Incident Response: The Five-Step Runbook
When a secret leaks — detected by a scanner, reported by a bug bounty researcher, or discovered in a breach notification — speed is everything. Bots scan GitHub in real time and have been measured consuming newly pushed AWS keys within four seconds of exposure. Every minute of delay expands the blast radius.
- Revoke immediately. Do not wait for confirmation of exploitation. Go to the credential provider's console (AWS IAM, GCP IAM, Stripe Dashboard, GitHub Settings) and deactivate or delete the key. If the key controls infrastructure, accept the brief outage — it is less damaging than a breach. For AWS keys:
aws iam delete-access-key --access-key-id AKIA.... For GitHub tokens: revoke in Settings → Developer settings → Personal access tokens. - Rotate and issue a replacement. Create a new credential immediately and inject it into your secrets manager (HashiCorp Vault, AWS Secrets Manager, or GCP Secret Manager). Update all systems consuming the old key. Never reuse the compromised key material.
- Rewrite git history (or accept the exposure). Removing a secret from the current commit does NOT remove it from git history — anyone who cloned or cached the repo already has it.

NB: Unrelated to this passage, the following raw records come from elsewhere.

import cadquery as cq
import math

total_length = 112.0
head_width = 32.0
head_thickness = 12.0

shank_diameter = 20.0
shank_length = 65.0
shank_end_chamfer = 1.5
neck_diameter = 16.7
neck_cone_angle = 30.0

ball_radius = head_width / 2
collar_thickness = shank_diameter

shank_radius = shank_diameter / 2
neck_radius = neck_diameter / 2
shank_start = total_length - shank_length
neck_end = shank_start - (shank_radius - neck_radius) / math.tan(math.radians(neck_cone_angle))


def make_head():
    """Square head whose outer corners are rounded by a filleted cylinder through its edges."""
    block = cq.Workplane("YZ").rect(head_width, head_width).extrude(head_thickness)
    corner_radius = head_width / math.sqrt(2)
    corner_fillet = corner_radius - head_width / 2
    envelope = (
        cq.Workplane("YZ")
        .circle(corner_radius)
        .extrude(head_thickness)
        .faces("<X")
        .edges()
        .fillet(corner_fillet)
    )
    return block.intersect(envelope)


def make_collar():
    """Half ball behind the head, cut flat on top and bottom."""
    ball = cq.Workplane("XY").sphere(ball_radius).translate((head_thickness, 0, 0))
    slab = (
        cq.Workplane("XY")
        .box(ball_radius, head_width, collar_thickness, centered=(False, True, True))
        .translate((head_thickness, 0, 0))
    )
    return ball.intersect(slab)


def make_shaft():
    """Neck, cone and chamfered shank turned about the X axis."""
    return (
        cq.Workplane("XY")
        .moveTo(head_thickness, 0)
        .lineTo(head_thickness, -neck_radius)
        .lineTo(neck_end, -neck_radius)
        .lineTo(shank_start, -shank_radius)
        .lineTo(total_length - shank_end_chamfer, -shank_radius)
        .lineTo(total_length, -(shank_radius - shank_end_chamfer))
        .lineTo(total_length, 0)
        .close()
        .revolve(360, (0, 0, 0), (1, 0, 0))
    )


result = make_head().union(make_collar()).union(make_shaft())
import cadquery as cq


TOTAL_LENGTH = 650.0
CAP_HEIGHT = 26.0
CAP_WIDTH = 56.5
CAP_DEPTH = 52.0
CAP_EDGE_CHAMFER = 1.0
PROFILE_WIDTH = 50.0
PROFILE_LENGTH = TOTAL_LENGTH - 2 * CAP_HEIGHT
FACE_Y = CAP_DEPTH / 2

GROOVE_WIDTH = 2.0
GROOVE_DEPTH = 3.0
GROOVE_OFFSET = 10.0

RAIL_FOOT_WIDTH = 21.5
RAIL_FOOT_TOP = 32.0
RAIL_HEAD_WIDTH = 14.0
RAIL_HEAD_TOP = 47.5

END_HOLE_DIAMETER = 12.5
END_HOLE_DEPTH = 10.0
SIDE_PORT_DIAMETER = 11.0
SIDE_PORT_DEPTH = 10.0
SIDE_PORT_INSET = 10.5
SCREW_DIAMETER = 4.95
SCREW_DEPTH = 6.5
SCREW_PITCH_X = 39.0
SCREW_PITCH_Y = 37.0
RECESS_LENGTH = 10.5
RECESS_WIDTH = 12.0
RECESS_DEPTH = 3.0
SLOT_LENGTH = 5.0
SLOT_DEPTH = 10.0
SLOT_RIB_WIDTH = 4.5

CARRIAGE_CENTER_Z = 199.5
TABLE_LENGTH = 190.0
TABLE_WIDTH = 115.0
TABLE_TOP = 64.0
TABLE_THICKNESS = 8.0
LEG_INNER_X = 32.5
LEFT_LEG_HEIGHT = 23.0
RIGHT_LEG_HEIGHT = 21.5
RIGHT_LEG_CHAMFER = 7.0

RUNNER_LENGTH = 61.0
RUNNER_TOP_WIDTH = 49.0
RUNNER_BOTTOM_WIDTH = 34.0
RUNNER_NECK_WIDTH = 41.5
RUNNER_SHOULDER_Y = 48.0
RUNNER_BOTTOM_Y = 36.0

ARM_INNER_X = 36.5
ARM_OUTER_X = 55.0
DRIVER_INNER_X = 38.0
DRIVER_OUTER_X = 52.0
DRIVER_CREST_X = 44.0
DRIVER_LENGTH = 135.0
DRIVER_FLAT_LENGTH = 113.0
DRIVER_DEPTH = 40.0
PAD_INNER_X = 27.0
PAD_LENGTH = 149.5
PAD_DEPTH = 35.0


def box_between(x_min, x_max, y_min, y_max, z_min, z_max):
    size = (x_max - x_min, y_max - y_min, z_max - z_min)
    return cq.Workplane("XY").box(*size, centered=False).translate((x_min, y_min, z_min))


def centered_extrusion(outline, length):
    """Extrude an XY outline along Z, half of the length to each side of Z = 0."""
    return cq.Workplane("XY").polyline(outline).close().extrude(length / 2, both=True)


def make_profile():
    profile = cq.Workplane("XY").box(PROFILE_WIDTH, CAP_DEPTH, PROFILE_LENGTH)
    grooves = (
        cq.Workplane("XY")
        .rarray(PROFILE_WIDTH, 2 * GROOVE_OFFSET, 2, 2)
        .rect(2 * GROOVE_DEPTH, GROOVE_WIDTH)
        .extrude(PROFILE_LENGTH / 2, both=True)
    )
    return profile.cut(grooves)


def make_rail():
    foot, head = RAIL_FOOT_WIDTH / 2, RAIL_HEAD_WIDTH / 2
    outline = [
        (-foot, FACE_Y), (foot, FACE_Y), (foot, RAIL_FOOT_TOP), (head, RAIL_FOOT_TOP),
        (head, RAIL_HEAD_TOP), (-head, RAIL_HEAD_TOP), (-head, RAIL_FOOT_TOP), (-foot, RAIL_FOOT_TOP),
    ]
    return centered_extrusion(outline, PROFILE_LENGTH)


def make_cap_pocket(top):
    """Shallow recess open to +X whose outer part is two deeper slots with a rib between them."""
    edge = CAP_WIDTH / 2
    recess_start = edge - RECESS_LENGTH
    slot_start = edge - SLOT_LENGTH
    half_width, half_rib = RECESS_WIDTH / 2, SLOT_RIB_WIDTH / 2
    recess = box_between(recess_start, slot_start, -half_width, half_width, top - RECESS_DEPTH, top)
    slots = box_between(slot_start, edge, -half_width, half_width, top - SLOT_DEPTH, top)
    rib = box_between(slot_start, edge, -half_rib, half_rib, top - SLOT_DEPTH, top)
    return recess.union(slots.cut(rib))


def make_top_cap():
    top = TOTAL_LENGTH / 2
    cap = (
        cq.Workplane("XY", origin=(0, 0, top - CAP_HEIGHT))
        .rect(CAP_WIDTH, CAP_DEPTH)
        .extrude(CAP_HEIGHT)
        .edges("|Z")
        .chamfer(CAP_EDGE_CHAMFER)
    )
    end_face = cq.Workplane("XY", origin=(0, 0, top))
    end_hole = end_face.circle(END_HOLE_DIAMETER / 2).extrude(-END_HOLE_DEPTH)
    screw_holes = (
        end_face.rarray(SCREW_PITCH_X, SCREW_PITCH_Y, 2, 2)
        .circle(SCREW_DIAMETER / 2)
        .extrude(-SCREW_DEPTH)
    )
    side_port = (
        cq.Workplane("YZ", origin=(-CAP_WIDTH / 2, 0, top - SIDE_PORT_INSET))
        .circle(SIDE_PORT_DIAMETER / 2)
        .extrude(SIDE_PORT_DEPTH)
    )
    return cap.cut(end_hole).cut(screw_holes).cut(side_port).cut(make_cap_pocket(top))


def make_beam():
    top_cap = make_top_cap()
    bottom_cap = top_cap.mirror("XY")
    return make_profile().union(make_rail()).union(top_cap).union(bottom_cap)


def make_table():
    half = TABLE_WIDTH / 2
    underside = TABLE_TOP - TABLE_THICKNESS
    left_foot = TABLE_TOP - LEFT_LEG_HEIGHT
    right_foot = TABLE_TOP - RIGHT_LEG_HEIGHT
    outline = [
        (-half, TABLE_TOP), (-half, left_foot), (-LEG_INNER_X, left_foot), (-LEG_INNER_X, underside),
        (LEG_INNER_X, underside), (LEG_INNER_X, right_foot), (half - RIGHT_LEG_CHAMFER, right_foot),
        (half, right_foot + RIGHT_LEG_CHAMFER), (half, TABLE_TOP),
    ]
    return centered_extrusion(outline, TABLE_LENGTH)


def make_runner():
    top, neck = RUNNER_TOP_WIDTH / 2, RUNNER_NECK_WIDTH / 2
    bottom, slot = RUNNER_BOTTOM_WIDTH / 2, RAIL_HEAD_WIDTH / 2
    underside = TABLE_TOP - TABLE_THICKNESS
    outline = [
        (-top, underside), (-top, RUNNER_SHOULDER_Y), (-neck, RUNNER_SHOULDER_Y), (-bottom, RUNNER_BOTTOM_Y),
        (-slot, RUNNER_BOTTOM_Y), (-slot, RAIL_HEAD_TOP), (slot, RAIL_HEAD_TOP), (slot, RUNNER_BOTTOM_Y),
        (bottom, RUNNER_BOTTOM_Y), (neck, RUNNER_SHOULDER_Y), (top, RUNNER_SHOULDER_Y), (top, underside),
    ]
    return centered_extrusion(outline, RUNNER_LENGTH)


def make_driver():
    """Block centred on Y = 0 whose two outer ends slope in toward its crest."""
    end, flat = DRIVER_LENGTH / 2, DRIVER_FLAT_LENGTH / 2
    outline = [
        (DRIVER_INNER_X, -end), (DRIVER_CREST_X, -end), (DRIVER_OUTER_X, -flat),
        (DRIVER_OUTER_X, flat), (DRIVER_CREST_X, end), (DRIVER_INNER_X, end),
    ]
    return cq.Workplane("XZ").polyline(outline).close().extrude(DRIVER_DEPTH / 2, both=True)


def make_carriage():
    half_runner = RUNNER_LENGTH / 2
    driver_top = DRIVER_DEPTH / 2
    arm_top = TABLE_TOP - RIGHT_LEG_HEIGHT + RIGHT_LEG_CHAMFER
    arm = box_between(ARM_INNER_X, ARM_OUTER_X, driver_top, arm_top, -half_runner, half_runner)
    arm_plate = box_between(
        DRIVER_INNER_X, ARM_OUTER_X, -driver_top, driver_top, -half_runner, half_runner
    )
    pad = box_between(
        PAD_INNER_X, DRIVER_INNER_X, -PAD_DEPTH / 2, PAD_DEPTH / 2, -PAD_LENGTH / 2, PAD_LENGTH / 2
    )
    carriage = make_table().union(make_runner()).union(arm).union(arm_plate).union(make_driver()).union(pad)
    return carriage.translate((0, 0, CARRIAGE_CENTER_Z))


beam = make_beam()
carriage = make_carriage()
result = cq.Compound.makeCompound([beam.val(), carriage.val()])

Use BFG Repo-Cleaner or
git filter-repoto rewrite history, then force-push and notify all collaborators to re-clone. This is disruptive on active repositories; weigh it against the risk profile of the leaked credential. - Audit access logs. Pull CloudTrail logs (AWS), Stackdriver audit logs (GCP), or equivalent. Look for API calls made with the compromised key from unexpected IPs, regions, or at unusual times. This determines whether exploitation occurred and what resources were accessed.

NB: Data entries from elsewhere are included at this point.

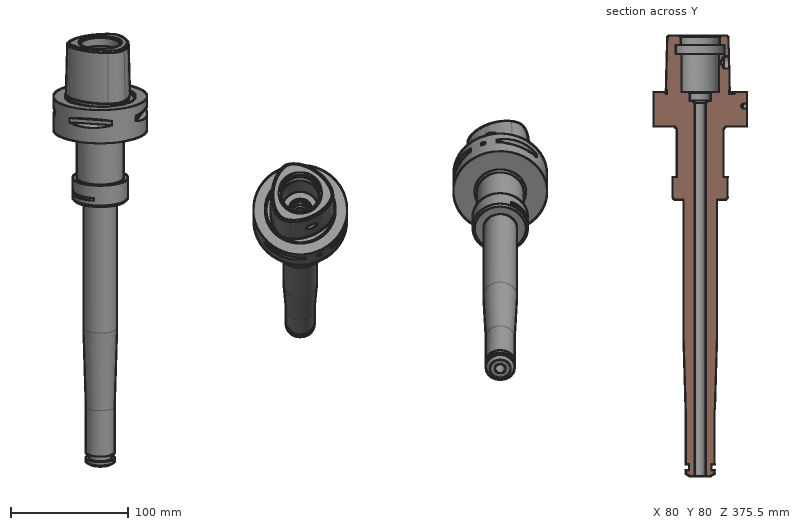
import cadquery as cq
import math

shank_top = 48.0
flange_bottom = -29.5
collar_top = -72.5
collar_bottom = -92.0
taper_top = -206.5
taper_bottom = -276.5
clip_groove_top = -317.3
clip_groove_bottom = -322.0
tip_bottom = shank_top - 375.5

flange_dia = 80.0
neck_dia = 40.0
collar_dia = 47.5
stem_dia = 29.0
pilot_dia = 24.8
clip_groove_dia = 19.5
neck_flare = 2.0
collar_chamfer = 2.0
tip_dia = 17.5
tip_chamfer_height = 2.3

shank_mean_radius = 27.5
lobe_height = 2.0
lobe_half_angle = 30
lobe_count = 3
points_per_face = 7
shank_taper = 1 / 40
shank_edge_chamfer = 1.5
shank_base = 2.0
base_inset = 0.8

recess_dia = 60.5
recess_depth = 1.5

mouth_dia = 36.8
mouth_chamfer = 1.0
entry_dia = 33.0
entry_depth = 8.3
inner_bore_dia = 32.0
clamp_groove_dia = 41.3
clamp_groove_depth = 15.8
bore_depth = shank_top
seat_dia = 17.5
seat_chamfer = 0.95
seat_depth = 7.5
coolant_entry_dia = 13.0
coolant_dia = 9.0

slot_height = -12.0
slot_floor_distance = 35.3
slot_floor_width = 3.8
slot_side_angle = 25
slot_overrun = 3.8
slot_count = 4
index_hole_dia = 4.0
index_hole_depth = 3.8
dimple_dia = 10.0
dimple_height = 25.0
dimple_depth = 4.5
drill_point_ratio = 0.3

band_top = -83.7
band_bottom = -86.0
band_depth = 0.2
band_angle = 90


def revolve(profile):
    """Turn a closed (radius, height) outline about the Z axis."""
    return cq.Workplane("XZ").polyline(profile).close().revolve(360, (0, 0, 0), (0, 1, 0))


def turned_body():
    """Flange, neck, collar, stem and tip."""
    flange_r = flange_dia / 2
    neck_r = neck_dia / 2
    collar_r = collar_dia / 2
    stem_r = stem_dia / 2
    pilot_r = pilot_dia / 2
    clip_r = clip_groove_dia / 2
    recess_r = recess_dia / 2
    return revolve([
        (0, -recess_depth),
        (recess_r - recess_depth, -recess_depth),
        (recess_r, 0),
        (flange_r, 0),
        (flange_r, flange_bottom),
        (neck_r + neck_flare, flange_bottom),
        (neck_r, flange_bottom - neck_flare),
        (neck_r, collar_top),
        (collar_r, collar_top),
        (collar_r, collar_bottom + collar_chamfer),
        (collar_r - collar_chamfer, collar_bottom),
        (stem_r, collar_bottom),
        (stem_r, taper_top),
        (pilot_r, taper_bottom),
        (pilot_r, clip_groove_top),
        (clip_r, clip_groove_top),
        (clip_r, clip_groove_bottom),
        (pilot_r, clip_groove_bottom),
        (pilot_r, tip_bottom + tip_chamfer_height),
        (tip_dia / 2, tip_bottom),
        (0, tip_bottom),
    ])


def lobed_point(mean_radius, angle):
    """Point of the lobed outline whose outward normal has the given angle in degrees."""
    a = math.radians(angle)
    reach = mean_radius + lobe_height * math.cos(lobe_count * a)
    slide = -lobe_count * lobe_height * math.sin(lobe_count * a)
    return cq.Vector(
        reach * math.cos(a) - slide * math.sin(a),
        reach * math.sin(a) + slide * math.cos(a),
    )


def lobed_tangent(angle):
    """Direction of the lobed outline where its outward normal has the given angle."""
    a = math.radians(angle)
    return cq.Vector(-math.sin(a), math.cos(a))


def lobed_wire(mean_radius, height):
    """Closed lobed outline, split where each lobe meets the flatter sides."""
    pitch = 360 / lobe_count
    edges = []
    steps = points_per_face - 1
    for i in range(lobe_count):
        lobe_start = i * pitch - lobe_half_angle
        lobe_end = i * pitch + lobe_half_angle
        for start, end in ((lobe_start, lobe_end), (lobe_end, lobe_start + pitch)):
            angles = [start + (end - start) * k / steps for k in range(points_per_face)]
            points = [lobed_point(mean_radius, a) + cq.Vector(0, 0, height) for a in angles]
            tangents = [lobed_tangent(start), lobed_tangent(end)]
            edges.append(cq.Edge.makeSpline(points, tangents=tangents))
    return cq.Wire.assembleEdges(edges)


def shank():
    """Tapered lobed shank with a chamfered top edge and a slightly drawn-in foot."""
    chamfer_start = shank_top - shank_edge_chamfer
    top_radius = shank_mean_radius - shank_taper * chamfer_start
    sections = [
        (shank_mean_radius - base_inset, -recess_depth),
        (shank_mean_radius - base_inset, shank_base - base_inset),
        (shank_mean_radius, shank_base),
        (top_radius, chamfer_start),
        (top_radius - shank_edge_chamfer, shank_top),
    ]
    wires = [lobed_wire(radius, height) for radius, height in sections]
    return cq.Workplane(cq.Solid.makeLoft(wires, True))


def bore():
    """Stepped bore from the shank top, with the coolant hole running out at the tip."""
    mouth_r = mouth_dia / 2
    entry_r = entry_dia / 2
    inner_bore_r = inner_bore_dia / 2
    clamp_r = clamp_groove_dia / 2
    seat_r = seat_dia / 2
    coolant_r = coolant_dia / 2
    coolant_entry_r = coolant_entry_dia / 2
    bore_floor = shank_top - bore_depth
    seat_floor = bore_floor - seat_depth
    return revolve([
        (0, shank_top),
        (mouth_r, shank_top),
        (entry_r, shank_top - mouth_chamfer),
        (entry_r, shank_top - entry_depth),
        (clamp_r, shank_top - entry_depth),
        (clamp_r, shank_top - clamp_groove_depth),
        (inner_bore_r, shank_top - clamp_groove_depth),
        (inner_bore_r, bore_floor),
        (seat_r + seat_chamfer, bore_floor),
        (seat_r, bore_floor - seat_chamfer),
        (seat_r, seat_floor),
        (coolant_entry_r, seat_floor),
        (coolant_r, seat_floor - (coolant_entry_r - coolant_r)),
        (coolant_r, tip_bottom),
        (0, tip_bottom),
    ])


def gripper_slots():
    """Trapezoidal straight slots across the flange rim on the four diagonals."""
    outer = flange_dia / 2 + slot_overrun
    floor_half = slot_floor_width / 2
    mouth_half = floor_half + (outer - slot_floor_distance) * math.tan(math.radians(slot_side_angle))
    slot = (
        cq.Workplane("XZ")
        .polyline([
            (slot_floor_distance, slot_height - floor_half),
            (outer, slot_height - mouth_half),
            (outer, slot_height + mouth_half),
            (slot_floor_distance, slot_height + floor_half),
        ])
        .close()
        .extrude(outer, both=True)
    )
    slots = cq.Workplane()
    pitch = 360 / slot_count
    for i in range(slot_count):
        slots = slots.add(slot.rotate((0, 0, 0), (0, 0, 1), (i + 0.5) * pitch))
    return slots.combine()


def drilled_hole(diameter, height, mouth, floor):
    """Blind hole along +X with a drill point beyond its floor."""
    radius = diameter / 2
    hole = (
        cq.Workplane("XY")
        .polyline([
            (mouth, 0),
            (mouth, radius),
            (floor, radius),
            (floor + drill_point_ratio * diameter, 0),
        ])
        .close()
        .revolve(360, (0, 0, 0), (1, 0, 0))
    )
    return hole.translate((0, 0, height))


def collar_band():
    """Shallow band around a quarter of the collar, centred on -Y."""
    collar_r = collar_dia / 2
    band = (
        cq.Workplane("XZ")
        .polyline([
            (collar_r - band_depth, band_bottom),
            (collar_r + band_depth, band_bottom),
            (collar_r + band_depth, band_top),
            (collar_r - band_depth, band_top),
        ])
        .close()
        .revolve(band_angle, (0, 0, 0), (0, 1, 0))
    )
    centre = band.val().Center()
    turn = -90 - math.degrees(math.atan2(centre.y, centre.x))
    return band.rotate((0, 0, 0), (0, 0, 1), turn)


index_hole_floor = index_hole_depth - flange_dia / 2
flat_side = lobe_height - shank_mean_radius + shank_taper * dimple_height
result = turned_body().union(shank()).cut(bore()).cut(gripper_slots())
result = result.cut(drilled_hole(index_hole_dia, slot_height, -flange_dia / 2, index_hole_floor))
result = result.cut(drilled_hole(dimple_dia, dimple_height, -shank_mean_radius, flat_side + dimple_depth))
result = result.cut(collar_band())

- Root cause and systemic fix. Write a blameless post-mortem: how did the secret get committed? Was a pre-commit hook missing? Was a developer bypassing hooks with
--no-verify? Was a CI secret accidentally echoed to logs? Address the systemic gap — not just this instance.
git commit --amend or soft-reset to "remove" a secret. The original commit object remains in the git object store and is reachable by anyone with a clone or a GitHub cache until a complete history rewrite. Assume the secret is fully public the moment it was pushed.
Preventing Secrets at the Source: Vault Integration
Scanning catches secrets that slip through. The long-term fix is making it impossible to hardcode secrets because they never exist as plaintext in the developer's environment. This means every application reads credentials from a secrets manager at runtime — not from .env files, not from environment variables baked into container images, and certainly not from source code.
In a Kubernetes environment, the canonical pattern is External Secrets Operator (ESO), which syncs secrets from Vault or AWS Secrets Manager into Kubernetes Secret objects that the pod consumes as environment variables or mounted files. The secret material never passes through the CI pipeline or the container image build.
Secrets scanning is not a one-time audit — it is a continuously running control. The organizations that handle secrets well treat every credential as ephemeral: short-lived, automatically rotated, and never human-readable in production. The scanning layer exists not because the vault pattern failed, but because humans inevitably take shortcuts during incidents, debugging sessions, and local development. Your job is to make those shortcuts visible and correctable before they become breaches.